### Problem:
When you reach the line with "socket_corner_radius * math.sin(angle)))" in the data below, begin printing lines exactly, and stop once the line with "shank joined, with" has been printed.

### Entries provided:
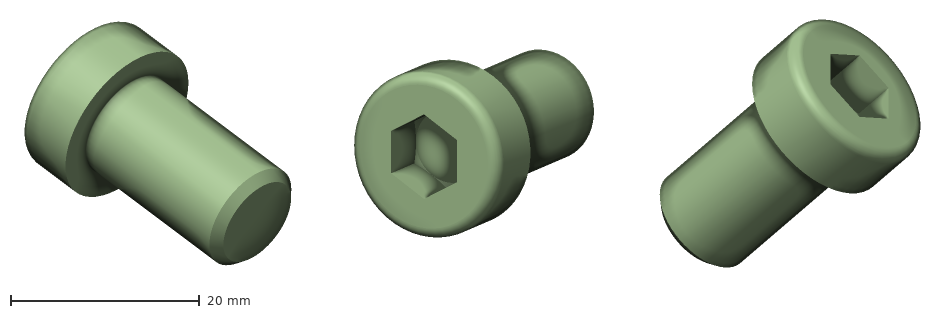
import cadquery as cq
import math

head_diameter = 18.0
head_height = 7.0
head_edge_radius = 1.2

shank_diameter = 12.0
shank_length = 20.0
tip_chamfer = 1.05
neck_fillet_radius = 0.1

socket_across_flats = 8.0
socket_depth = 5.35
socket_corner_slope = 30.0

head_radius = head_diameter / 2
shank_radius = shank_diameter / 2
socket_sides = 6
socket_floor_radius = socket_across_flats / 2
socket_corner_radius = socket_floor_radius / math.cos(math.pi / socket_sides)


def make_head():
    """Cylindrical head with its outer top edge rounded."""
    head = cq.Workplane("YZ").circle(head_radius).extrude(head_height)
    return head.faces("<X").edges().fillet(head_edge_radius)


def make_shank():
    """Plain shank below the head, chamfered at the tip."""
    shank = cq.Workplane("YZ", origin=(head_height, 0, 0)).circle(shank_radius).extrude(shank_length)
    return shank.faces(">X").chamfer(tip_chamfer)


def make_socket():
    """Hexagon with corners on +Z and -Z, a flat round floor and a cone rising into the corners."""
    corners = []
    for index in range(socket_sides):
        angle = math.pi / 2 + 2 * math.pi * index / socket_sides
        corners.append((socket_corner_radius * math.cos(angle), socket_corner_radius * math.sin(angle)))
    prism = cq.Workplane("YZ").polyline(corners).close().extrude(socket_depth)

    cone_height = (head_radius - socket_floor_radius) * math.tan(math.radians(socket_corner_slope))
    envelope_profile = [
        (0, 0),
        (0, head_radius),
        (socket_depth - cone_height, head_radius),
        (socket_depth, socket_floor_radius),
        (socket_depth, 0),
    ]
    envelope = cq.Workplane("XY").polyline(envelope_profile).close().revolve(360, (0, 0, 0), (1, 0, 0))
    return prism.intersect(envelope)


def make_body():
    """Head and shank joined, with a small fillet in the corner under the head."""
    body = make_head().union(make_shank())
    reach = (shank_radius + head_radius) / 2
    box_start = (head_height - neck_fillet_radius, -reach, -reach)
    box_end = (head_height + neck_fillet_radius, reach, reach)
    neck_edge = body.edges(cq.selectors.BoxSelector(box_start, box_end, boundingbox=True))
    return neck_edge.fillet(neck_fillet_radius)


result = make_body().cut(make_socket())

### Reply:
        corners.append((socket_corner_radius * math.cos(angle), socket_corner_radius * math.sin(angle)))
    prism = cq.Workplane("YZ").polyline(corners).close().extrude(socket_depth)

    cone_height = (head_radius - socket_floor_radius) * math.tan(math.radians(socket_corner_slope))
    envelope_profile = [
        (0, 0),
        (0, head_radius),
        (socket_depth - cone_height, head_radius),
        (socket_depth, socket_floor_radius),
        (socket_depth, 0),
    ]
    envelope = cq.Workplane("XY").polyline(envelope_profile).close().revolve(360, (0, 0, 0), (1, 0, 0))
    return prism.intersect(envelope)


def make_body():
    """Head and shank joined, with a small fillet in the corner under the head."""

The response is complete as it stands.